Worst defensive game of the year.


----------



## GNG

Atlanta's gone to the line 40 times tonight. Their post players are Chris Crawford and Jason Collier... You draw your own conclusions on that one.

And we're down one with 19 seconds left. Going to have to foul, and they're hitting 90% of their FTs tonight.

Looks bleak.


----------



## GNG

Down three. Fourteen seconds.

Hit a three, JP...God knows no one else will.


----------



## talula

HUGE shot by Jason to send this game to OT.


----------



## GNG

"I'm the man!"


----------



## GNG

Crawford fouled out. Hallelujah.


----------



## thaKEAF

God is a Grizzlies fan.


----------



## Slasher

<font face="Trebuchet MS">The Hawks are suprisingly playing well. Last time I checked they were winning by 10.


----------



## GNG

Jason Collier hits a three. What a bunch of bull****...


----------



## GNG

Bo. What are _you_ thinking?

Great steal by JWill. Missed his second FT...

We need a stop.


----------



## GNG

Bo gets the crap fouled out of him and loses the ball, leading to a basket by some snowbirding scrub Hawk.

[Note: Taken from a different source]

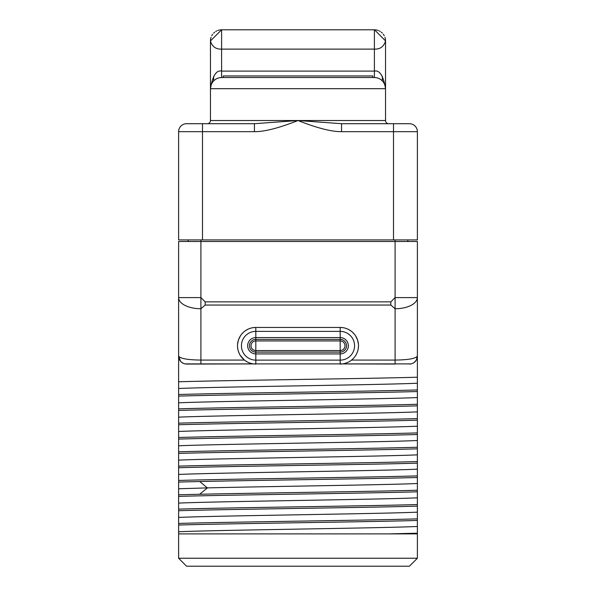 <?xml version="1.0" encoding="UTF-8"?>
<svg xmlns="http://www.w3.org/2000/svg" width="596" height="596" viewBox="0 0 596 596"><rect width="100%" height="100%" fill="white"/><g stroke="black" fill="none" stroke-linecap="round" stroke-linejoin="round"><path stroke-width="0.89" d="M178.621 239.905L178.621 131.671L178.621 239.905L393.502 239.905L393.502 131.671L417.379 131.671L417.379 239.905L393.502 239.905M178.621 131.671A7.957 7.957 90 0 1 186.585 123.707L202.498 123.707L186.585 123.707A7.957 7.957 0 0 0 178.621 131.671L202.498 131.671L202.498 239.905M254.44 131.671L202.498 131.671L202.498 123.707L254.44 123.707L254.44 131.671C264.356 131.783 278.876 128.066 298 120.526C317.124 128.066 331.644 131.783 341.56 131.671L393.502 131.671L393.502 123.707L409.415 123.707L341.56 123.707L388.696 123.707M207.311 123.707L254.44 123.707L298 120.526L341.56 123.707L341.56 131.671M409.415 123.707A7.957 7.957 -90 0 1 417.379 131.671A7.957 7.957 0 0 0 409.415 123.707M388.726 123.707L388.748 123.707A3.181 3.181 0 0 1 385.545 120.526L385.545 88.692C383.347 75.767 379.637 69.903 374.4 71.11L374.4 77.547L372.813 77.547L372.813 75.96L223.187 75.96L223.187 77.547L220.945 77.569M385.545 40.781L385.545 40.945C383.898 46.585 380.188 49.312 374.4 49.118L374.4 71.11L221.6 71.11C216.363 69.903 212.653 75.767 210.455 88.692L210.455 120.526L385.545 120.526M207.274 123.707L207.252 123.707A3.181 3.181 -90 0 0 210.455 120.526M384.927 37.295A11.145 11.145 0 0 1 385.545 40.945L385.545 88.692A11.145 11.145 -90 0 0 374.4 77.547L221.6 77.547A11.145 11.145 0 0 0 210.455 88.692L210.455 40.781M385.515 87.895L385.351 86.644M384.837 84.788L383.615 82.427M384.085 83.187L383.176 81.831M382.155 80.691L381.678 80.251M381.053 79.76L380.375 79.29M379.92 79.015L378.84 78.471M378.773 78.448L377.64 78.031M376.523 77.756L375.443 77.599M375.048 77.569L374.4 77.547A11.145 11.145 -90 0 1 385.545 88.692L210.455 88.692A11.145 11.145 0 0 1 221.6 77.547L221.6 49.118C215.812 49.312 212.101 46.585 210.455 40.945L221.6 29.8A11.145 11.145 0 0 0 220.282 29.875A11.145 11.145 0 0 1 221.6 29.8L374.4 29.8A11.145 11.145 0 0 1 375.718 29.875M220.557 77.599L219.477 77.756M218.36 78.031L217.227 78.448M217.16 78.471L216.08 79.015M215.625 79.29L214.947 79.76M214.322 80.251L213.845 80.691M212.824 81.831L211.915 83.187M212.385 82.427L211.163 84.788M210.649 86.644L210.485 87.895M223.187 77.547L372.813 77.547M376.486 29.994A11.145 11.145 0 0 1 378.266 30.493M379.235 30.903A11.145 11.145 0 0 1 380.27 31.469M381.298 32.191A11.145 11.145 0 0 1 382.341 33.123M383.325 34.27A11.145 11.145 0 0 1 384.219 35.678M385.545 40.945L374.534 29.8M219.514 29.994A11.145 11.145 0 0 0 217.734 30.493A11.145 11.145 0 0 1 219.514 29.994M216.758 30.903A11.145 11.145 0 0 0 215.73 31.476A11.145 11.145 0 0 1 216.758 30.903M214.694 32.191A11.145 11.145 0 0 0 213.659 33.13A11.145 11.145 0 0 1 214.694 32.191M212.668 34.277A11.145 11.145 0 0 0 211.774 35.685A11.145 11.145 0 0 1 212.668 34.277M211.066 37.302A11.145 11.145 0 0 0 210.455 40.945A11.145 11.145 0 0 1 211.066 37.302M417.379 239.905L417.379 131.671M188.172 241.492L188.172 239.905M407.828 241.492L407.828 239.905M178.621 533.889L178.621 558.243L186.585 566.2L409.415 566.2L417.379 558.243L417.379 533.889L178.621 533.889L178.621 381.783C228.469 380.255 367.531 378.728 417.379 377.208L417.379 356.095C415.665 358.583 408.238 359.91 395.096 360.073L395.096 308.743L390.827 305.048L390.827 301.867L395.096 297.598L417.379 297.598A22.283 11.145 180 0 1 395.096 308.743L395.096 241.492L417.379 241.492L417.379 356.095L416.418 359.887M395.096 239.905L395.096 241.492L200.904 241.492L200.904 239.905M178.621 381.783L178.621 241.492L200.904 241.492L200.904 308.743L205.173 305.048L390.827 305.048M178.621 303.573L178.621 348.533M417.379 558.243L178.621 558.243M238.951 566.2L357.049 566.2M417.379 533.889L417.379 533.189L388.957 533.889M178.621 525.039C228.469 523.512 367.531 521.984 417.379 520.457L417.379 533.189M417.379 520.457L417.379 518.863C367.538 520.39 228.469 521.917 178.621 523.444M178.621 510.712C228.469 509.185 367.538 507.658 417.379 506.131L417.379 518.863M417.379 506.131L417.379 504.544C367.538 506.064 228.462 507.591 178.621 509.118M178.621 496.386C228.462 494.859 367.538 493.332 417.379 491.804L417.379 504.544M417.379 491.804L417.379 490.217C373.513 491.566 259.744 492.907 199.705 494.255L178.621 494.792M178.621 482.06L199.705 481.523C259.744 480.175 373.513 478.826 417.379 477.485L417.379 490.217M417.379 477.485L417.379 475.891C367.538 477.418 228.462 478.946 178.621 480.465M178.621 467.733C228.462 466.206 367.538 464.686 417.379 463.159L417.379 475.891M417.379 463.159L417.379 461.565C367.538 463.092 228.462 464.619 178.621 466.147M178.621 453.407C228.462 451.887 367.538 450.36 417.379 448.833L417.379 461.565M417.379 448.833L417.379 447.238C367.538 448.766 228.462 450.293 178.621 451.82M178.621 439.088C228.462 437.561 367.538 436.034 417.379 434.506L417.379 447.238M417.379 434.506L417.379 432.912C367.531 434.439 228.462 435.967 178.621 437.494M178.621 424.762C228.462 423.235 367.531 421.707 417.379 420.18L417.379 432.912M417.379 420.18L417.379 418.593C367.531 420.113 228.469 421.64 178.621 423.167M178.621 410.435C228.469 408.908 367.531 407.381 417.379 405.854L417.379 418.593M417.379 405.854L417.379 404.267C367.531 405.794 228.469 407.314 178.621 408.841M178.621 396.109C228.469 394.582 367.531 393.055 417.379 391.527L417.379 404.267M417.379 391.527L417.379 389.94C367.531 391.468 228.469 392.988 178.621 394.515M417.379 377.208L417.379 389.94M417.379 348.533L417.379 303.573M178.621 531.751C217.331 529.993 378.669 528.235 417.379 526.477M178.621 517.425C217.331 515.667 378.669 513.908 417.379 512.158M178.621 503.098C217.331 501.34 378.669 499.582 417.379 497.831M178.621 488.772L207.363 487.886C267.753 486.425 385.321 484.965 417.379 483.505M178.621 474.446C217.331 472.688 378.669 470.937 417.379 469.179M178.621 460.119C217.331 458.369 378.669 456.611 417.379 454.852M178.621 445.793C217.331 444.042 378.669 442.284 417.379 440.526M178.621 431.474C217.331 429.716 378.669 427.958 417.379 426.2M178.621 417.148C217.331 415.39 378.669 413.631 417.379 411.881M178.621 402.822C217.331 401.063 378.669 399.305 417.379 397.554M178.621 388.495C217.331 386.737 378.669 384.986 417.379 383.228M416.254 360.178L414.16 362.487M413.706 362.8L412.425 363.463M411.031 363.888L184.984 363.895M183.568 363.463L181.4 362.137M180.595 361.34L178.621 356.095C180.335 358.583 187.762 359.91 200.904 360.073L244.427 360.073L240.151 355.216M186.585 364.052A7.957 7.957 0 0 1 178.621 356.095A7.957 7.957 0 0 0 186.585 364.052L200.904 364.052L200.904 308.743A22.283 11.145 0 0 1 178.621 297.598L200.904 297.598L205.173 301.867L205.173 305.048M253.583 363.918L200.904 364.052M353.525 358.278L351.573 360.073L395.096 360.073L395.096 364.052L342.417 363.918M245.872 361.116L247.526 362.07M249.381 362.882L251.415 363.515M342.938 327.658L340.182 327.45A18.305 18.305 0 0 1 358.487 345.747A18.305 18.305 0 0 1 340.182 364.052L340.182 337.582A8.165 8.165 0 0 1 348.347 345.747A8.165 8.165 0 0 1 340.182 353.92L255.818 353.92L255.818 360.126A14.379 14.379 0 0 1 241.44 345.747A14.379 14.379 0 0 1 255.818 331.376L255.818 340.934L340.182 340.934A4.813 4.813 0 0 1 344.995 345.747A4.813 4.813 0 0 1 340.182 350.567L255.818 350.567A4.813 4.813 0 0 1 251.005 345.747A4.813 4.813 0 0 1 255.818 340.934L255.818 352.117A6.37 6.37 0 0 1 249.456 345.747A6.37 6.37 0 0 1 255.818 339.385L340.182 339.385A6.37 6.37 0 0 1 346.544 345.747A6.37 6.37 0 0 1 340.182 352.117L255.818 352.117L255.818 353.92A8.165 8.165 0 0 1 247.653 345.747A8.165 8.165 0 0 1 255.818 337.582L340.182 337.582L340.182 331.376A14.379 14.379 0 0 1 354.56 345.747A14.379 14.379 0 0 1 340.182 360.126L255.818 360.126L255.818 364.052A18.305 18.305 0 0 1 237.513 345.747A18.305 18.305 0 0 1 255.818 327.45L253.062 327.658M250.99 328.098L249.277 328.657M247.794 329.297L245.336 330.75M244.181 331.622L243.555 332.166M243.347 332.359L241.715 334.088M240.382 335.913L238.497 339.839M238.489 339.854L237.588 344.093M237.528 346.35L237.759 348.705M237.797 348.928L237.99 349.897M238.34 351.186L239.391 353.815M354.858 356.691L355.849 355.216M356.609 353.815L357.66 351.186M358.01 349.897L358.203 348.928M358.241 348.705L358.472 346.35M358.412 344.093L357.511 339.854M357.503 339.839L355.618 335.913M354.285 334.088L352.653 332.359M352.445 332.166L351.819 331.622M350.664 330.75L348.206 329.297M346.723 328.657L345.01 328.098M255.818 364.052A18.305 18.305 0 0 1 237.513 345.747A18.305 18.305 0 0 1 255.818 327.45L340.182 327.45A18.305 18.305 0 0 1 358.487 345.747A18.305 18.305 0 0 1 340.182 364.052M344.585 363.515L346.619 362.882M348.474 362.07L350.128 361.116M413.631 362.852A7.957 7.957 0 0 1 409.415 364.052A7.957 7.957 -90 0 0 417.379 356.095M414.615 362.122A7.957 7.957 0 0 0 415.174 361.593M415.427 361.318A7.957 7.957 0 0 0 416.075 360.453M416.582 359.567A7.957 7.957 0 0 0 416.947 358.665M417.193 357.794A7.957 7.957 0 0 0 417.334 356.937M374.4 29.8L374.4 49.118L221.6 49.118L221.6 29.8M213.644 76.385L213.644 80.892M382.356 80.892L382.356 76.385M199.705 494.255L207.363 487.886L199.705 481.523M205.173 301.867L390.827 301.867M255.818 327.45L255.818 331.376L340.182 331.376L340.182 327.45M382.878 123.707L384.688 123.707M376.501 77.748L377.216 77.912M381.038 79.745L382.416 80.959M385.217 86.018L385.463 87.359M219.499 77.748L218.784 77.912M214.962 79.745L213.584 80.959M210.783 86.018L210.537 87.359"/></g></svg>

Thank you, refs. Do you want to give Atlanta 40 more FTs on top of it? :laugh:


----------



## GNG

Miss Sura.


----------



## GNG

Miss Hansen.


----------



## talula

****!

Thunderstorm here, so my directv just went out. :upset: 

I missed the shot by Posey.


----------



## GNG

Posey = God 

:worship:

What an unreal game.


----------



## Hibachi!

WHAT A SHOT BY POSEY! The Grizz wont be denied


----------



## carlos710

wow


----------



## GNG

A new career high for James Posey. 35 points and counting.

You know that Grizzlies MVP thread started earlier today?


----------



## talula

James Posey  


Whew, the signal is finally back.


----------



## Dakota

DAMNNNNNNNNNN I Just saw the score. THis looks like a crazy game.


----------



## GNG

Don't give this game away. After all that, don't give this game away.

Posey, Battier, Outlaw -- you guys are the defenders. Make the stops necessary. You've got it...


----------



## GNG

Good game, Jake. He really stepped up without having Gasol or Swift.

Miss Sura.


----------



## GNG

Sura must really, really want a contract.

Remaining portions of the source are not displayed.